**RECORDED DATA**
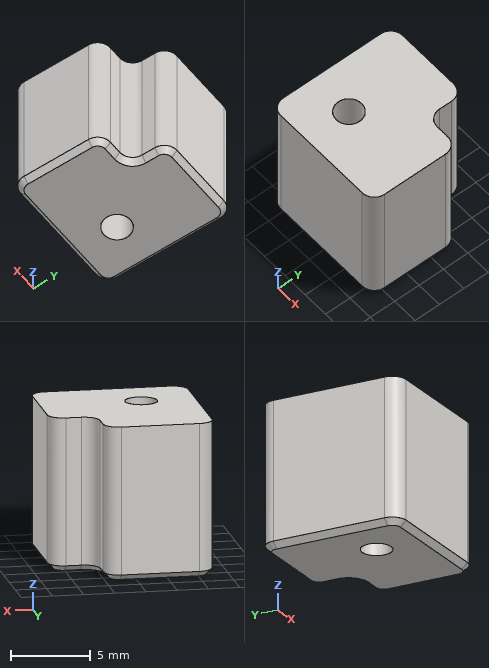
import cadquery as cq

side = 10.0
notch = 3.0
corner_radius = 1.0
bottom_chamfer = 0.4
hole_diameter = 2.05
hole_offset = 3.5

shoulder = side - notch


def make_block():
    """Cube with a notched corner, rounded upright edges and a chamfered base."""
    outline = [
        (0, 0),
        (side, 0),
        (side, shoulder),
        (shoulder, shoulder),
        (shoulder, side),
        (0, side),
    ]
    block = cq.Workplane("XY").polyline(outline).close().extrude(side)
    block = block.edges("|Z").fillet(corner_radius)
    return block.faces("<Z").edges().chamfer(bottom_chamfer)


def make_hole():
    """Cylinder that cuts the vertical through hole."""
    return (
        cq.Workplane("XY")
        .center(hole_offset, hole_offset)
        .circle(hole_diameter / 2)
        .extrude(side)
    )


result = make_block().cut(make_hole())
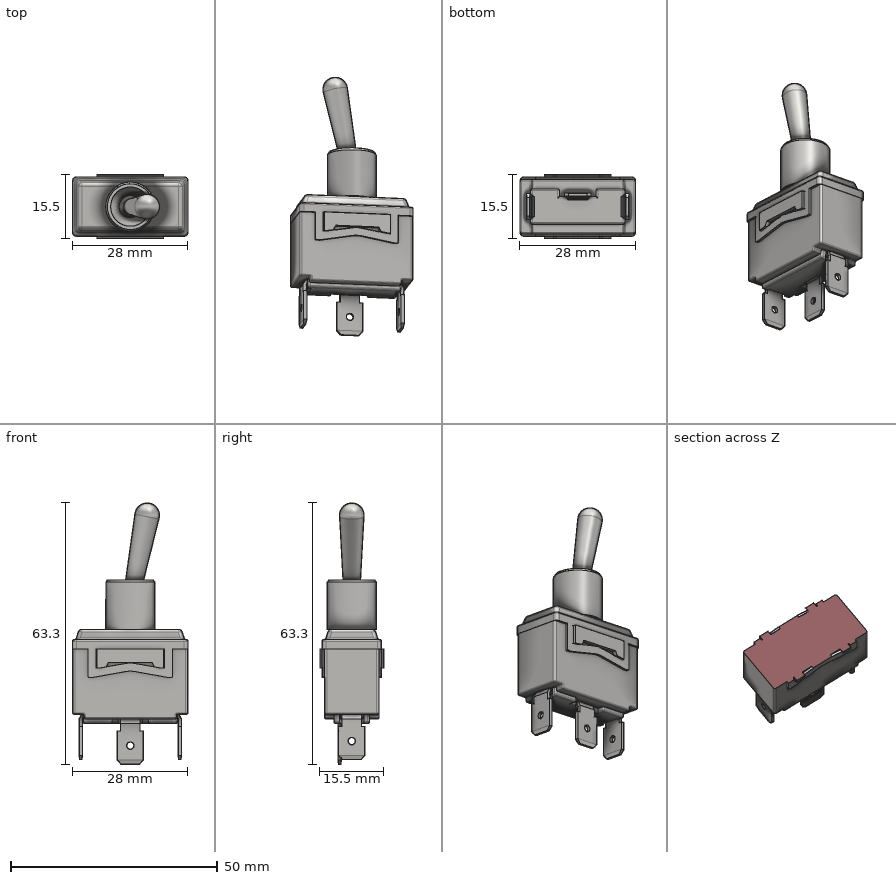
import cadquery as cq
import math


selection_margin = 0.1

cover_length = 28.0
cover_width = 14.4
cover_corner_radius = 1.0
cover_bottom_z = -4.75
shoulder_z = -2.5
shoulder_fillet = 0.42
crown_inset = 0.8
crown_taper_deg = 18.0
crown_fillet = 1.0
crown_root_fillet = 0.5

body_length = 27.9
body_width = 13.2
body_edge_radius = 0.55
body_end_z = -20.6
body_bottom_z = -21.7
body_bottom_length = 22.3
body_step_fillet = 0.4
body_bottom_fillet = 0.35

clip_length = 20.4
clip_bottom_z = -11.65
clip_foot_length = 1.2
clip_peak_z = -10.05
clip_corner_radius = 0.25
clip_peak_radius = 6.0
window_length = 16.6
window_bottom_z = -9.4
window_foot_length = 0.7
window_peak_z = -8.1
latch_length = 16.2
latch_span = 15.5
latch_notch_bottom_half = 6.0
latch_notch_top_half = 5.25
latch_notch_z = -8.0

platform_length = 22.8
platform_width = 8.6
platform_bottom_z = -22.85
platform_fillet = 0.45
recess_length = 8.9
slot_mouth_width = 5.9
slot_floor_width = 4.7
slot_depth = 0.9

blade_width = 6.35
blade_thickness = 0.85
blade_neck_width = 4.75
blade_shoulder_drop = 2.9
blade_hole_drop = 6.5
blade_hole_diameter = 1.7
blade_length = 11.01
blade_tip_height = 1.05
blade_tip_corner = 0.95
blade_tip_thickness = 0.6
blade_bend_drop = 1.15
blade_bend_offset = 0.6
blade_root_height = 0.8
side_blade_outer_x = 12.42
center_blade_outer_y = 3.35

bushing_diameter = 11.9
bushing_height = 12.0
bushing_chamfer_height = 0.6
bushing_chamfer_width = 0.4
funnel_mouth_diameter = 9.5

pivot_z = 6.6
pivot_ball_diameter = 5.4
lever_tilt_deg = 11.0
lever_root_radius = 1.87
knob_radius = 3.0
lever_top_z = 30.6


def box_between(length, width, bottom_z, top_z):
    """Box centred on the Z axis between two heights."""
    return (
        cq.Workplane("XY")
        .workplane(offset=bottom_z)
        .rect(length, width)
        .extrude(top_z - bottom_z)
    )


def make_cover():
    rim = box_between(cover_length, cover_width, cover_bottom_z, shoulder_z)
    rim = rim.edges("|Z").fillet(cover_corner_radius)
    crown = (
        cq.Workplane("XY")
        .workplane(offset=shoulder_z)
        .rect(cover_length - 2 * crown_inset, cover_width - 2 * crown_inset)
        .extrude(-shoulder_z, taper=crown_taper_deg)
    )
    crown = crown.edges("not <Z").fillet(crown_fillet)
    rim = rim.faces(">Z").edges().fillet(shoulder_fillet)
    inset = (shoulder_fillet + crown_inset) / 2
    reach_x = cover_length / 2 - inset
    reach_y = cover_width / 2 - inset
    crown_root = cq.selectors.BoxSelector(
        (-reach_x, -reach_y, shoulder_z - selection_margin),
        (reach_x, reach_y, shoulder_z + selection_margin),
    )
    return rim.union(crown).edges(crown_root).fillet(crown_root_fillet)


def make_body():
    half_length = body_length / 2
    half_bottom = body_bottom_length / 2
    body = (
        cq.Workplane("XZ")
        .moveTo(-half_length, cover_bottom_z)
        .lineTo(half_length, cover_bottom_z)
        .lineTo(half_length, body_end_z)
        .lineTo(half_bottom, body_end_z)
        .lineTo(half_bottom, body_bottom_z)
        .lineTo(-half_bottom, body_bottom_z)
        .lineTo(-half_bottom, body_end_z)
        .lineTo(-half_length, body_end_z)
        .close()
        .extrude(body_width / 2, both=True)
    )
    body = body.edges("|Z and (<X or >X)").fillet(body_edge_radius)
    for side in (-1, 1):
        corner = (side * half_bottom, 0, body_end_z)
        body = body.edges(cq.selectors.NearestToPointSelector(corner)).fillet(body_step_fillet)
    underside = cq.selectors.BoxSelector(
        (-half_length - selection_margin, -cover_width, body_bottom_z - selection_margin),
        (half_length + selection_margin, cover_width, body_end_z + selection_margin),
    )
    rims = body.edges(underside).edges("not |Y")
    rims = rims.add(body.faces("<Z or <X or >X").edges(underside).edges("|Y"))
    return rims.fillet(body_bottom_fillet)


def arched_plate(length, bottom_z, foot_length, peak_z, span):
    """Plate through the housing whose lower edge rises from two flat feet to a peak."""
    half = length / 2
    return (
        cq.Workplane("XZ")
        .moveTo(-half, cover_bottom_z)
        .lineTo(-half, bottom_z)
        .lineTo(foot_length - half, bottom_z)
        .lineTo(0, peak_z)
        .lineTo(half - foot_length, bottom_z)
        .lineTo(half, bottom_z)
        .lineTo(half, cover_bottom_z)
        .close()
        .extrude(span / 2, both=True)
    )


def make_clip():
    clip = arched_plate(clip_length, clip_bottom_z, clip_foot_length, clip_peak_z, cover_width)
    for side in (-1, 1):
        corner = (side * clip_length / 2, 0, clip_bottom_z)
        clip = clip.edges(cq.selectors.NearestToPointSelector(corner)).fillet(clip_corner_radius)
    peak = cq.selectors.NearestToPointSelector((0, 0, clip_peak_z))
    clip = clip.edges(peak).fillet(clip_peak_radius)
    window = arched_plate(window_length, window_bottom_z, window_foot_length, window_peak_z, cover_width)
    return clip.cut(window)


def make_latch():
    latch = arched_plate(latch_length, window_bottom_z, window_foot_length, window_peak_z, latch_span)
    notch = (
        cq.Workplane("XZ")
        .moveTo(-latch_notch_bottom_half, window_bottom_z)
        .lineTo(latch_notch_bottom_half, window_bottom_z)
        .lineTo(latch_notch_top_half, latch_notch_z)
        .lineTo(-latch_notch_top_half, latch_notch_z)
        .close()
        .extrude(latch_span / 2, both=True)
    )
    return latch.cut(notch)


def blade_slot(outer):
    """Flared slot opening toward -Y at y = -outer, clear through the platform height."""
    return (
        cq.Workplane("XY")
        .workplane(offset=platform_bottom_z)
        .moveTo(-slot_mouth_width / 2, -outer)
        .lineTo(slot_mouth_width / 2, -outer)
        .lineTo(slot_floor_width / 2, slot_depth - outer)
        .lineTo(-slot_floor_width / 2, slot_depth - outer)
        .close()
        .extrude(body_end_z - platform_bottom_z)
    )


def make_platform():
    platform = box_between(platform_length, platform_width, platform_bottom_z, body_end_z)
    recess_floor = center_blade_outer_y - blade_thickness
    recess_depth = platform_width / 2 - recess_floor
    recess = box_between(recess_length, recess_depth, platform_bottom_z, body_end_z)
    recess = recess.translate((0, -recess_floor - recess_depth / 2, 0))
    platform = platform.cut(recess)
    outer_edges = "(<X or >X or <Y or >Y) and |Z"
    platform = platform.edges(outer_edges).fillet(platform_fillet)
    platform = platform.faces("<Z").edges().fillet(platform_fillet)
    platform = platform.cut(blade_slot(recess_floor))
    for angle in (-90, 90):
        slot = blade_slot(platform_length / 2).rotate((0, 0, 0), (0, 0, 1), angle)
        platform = platform.cut(slot)
    return platform


def make_blade(outer, seat_z):
    """Blade facing -Y with its outer face at y = -outer, hanging from seat_z."""
    inner = blade_thickness - outer
    middle = (inner - outer) / 2
    bottom_z = seat_z - blade_length
    tip_z = bottom_z + blade_tip_height
    bend_z = seat_z - blade_bend_drop
    side_profile = (
        cq.Workplane("YZ")
        .moveTo(-outer, bend_z)
        .lineTo(-outer, tip_z)
        .lineTo(middle - blade_tip_thickness / 2, bottom_z)
        .lineTo(middle + blade_tip_thickness / 2, bottom_z)
        .lineTo(inner, tip_z)
        .lineTo(inner, bend_z)
        .lineTo(inner + blade_bend_offset, seat_z)
        .lineTo(inner + blade_bend_offset, seat_z + blade_root_height)
        .lineTo(blade_bend_offset - outer, seat_z + blade_root_height)
        .lineTo(blade_bend_offset - outer, seat_z)
        .close()
        .extrude(blade_width / 2, both=True)
    )
    half_neck = blade_neck_width / 2
    half_width = blade_width / 2
    neck_end_z = seat_z - blade_shoulder_drop
    face_outline = (
        cq.Workplane("XZ")
        .moveTo(-half_neck, seat_z + blade_root_height)
        .lineTo(-half_neck, neck_end_z)
        .lineTo(-half_width, neck_end_z)
        .lineTo(-half_width, tip_z)
        .lineTo(blade_tip_corner - half_width, bottom_z)
        .lineTo(half_width - blade_tip_corner, bottom_z)
        .lineTo(half_width, tip_z)
        .lineTo(half_width, neck_end_z)
        .lineTo(half_neck, neck_end_z)
        .lineTo(half_neck, seat_z + blade_root_height)
        .close()
        .extrude(2 * outer)
    )
    hole = (
        cq.Workplane("XZ")
        .center(0, seat_z - blade_hole_drop)
        .circle(blade_hole_diameter / 2)
        .extrude(2 * outer)
    )
    return side_profile.intersect(face_outline).cut(hole)


def make_bushing():
    """Collar with a funnel narrowing to the lever's pivot ball."""
    radius = bushing_diameter / 2
    return (
        cq.Workplane("XZ")
        .lineTo(radius, 0)
        .lineTo(radius, bushing_height - bushing_chamfer_height)
        .lineTo(radius - bushing_chamfer_width, bushing_height)
        .lineTo(funnel_mouth_diameter / 2, bushing_height)
        .lineTo(pivot_ball_diameter / 2, pivot_z)
        .lineTo(0, pivot_z)
        .close()
        .revolve(360, (0, 0, 0), (0, 1, 0))
    )


def make_lever():
    """Tapered lever tilted toward +X, with a round knob and a pivot ball."""
    rise = lever_top_z - knob_radius - pivot_z
    tilt = math.radians(lever_tilt_deg)
    shaft = (
        cq.Workplane("XZ")
        .lineTo(lever_root_radius, 0)
        .lineTo(knob_radius, rise / math.cos(tilt))
        .lineTo(0, rise / math.cos(tilt))
        .close()
        .revolve(360, (0, 0, 0), (0, 1, 0))
        .rotate((0, 0, 0), (0, 1, 0), lever_tilt_deg)
    )
    ball = cq.Workplane("XY").sphere(pivot_ball_diameter / 2)
    knob = cq.Workplane("XY").sphere(knob_radius).translate((rise * math.tan(tilt), 0, rise))
    return shaft.union(ball).union(knob).translate((0, 0, pivot_z))


result = make_cover().union(make_body()).union(make_clip()).union(make_latch()).union(make_platform())
result = result.union(make_blade(center_blade_outer_y, body_bottom_z))
for turn in (-90, 90):
    side_blade = make_blade(side_blade_outer_x, body_end_z)
    result = result.union(side_blade.rotate((0, 0, 0), (0, 0, 1), turn))
result = result.union(make_bushing()).union(make_lever())

**TASK BRIEF**
Go through the entries and copy every line with "from".

**EXERCISE RESULT**
    """Plate through the housing whose lower edge rises from two flat feet to a peak."""
    """Blade facing -Y with its outer face at y = -outer, hanging from seat_z."""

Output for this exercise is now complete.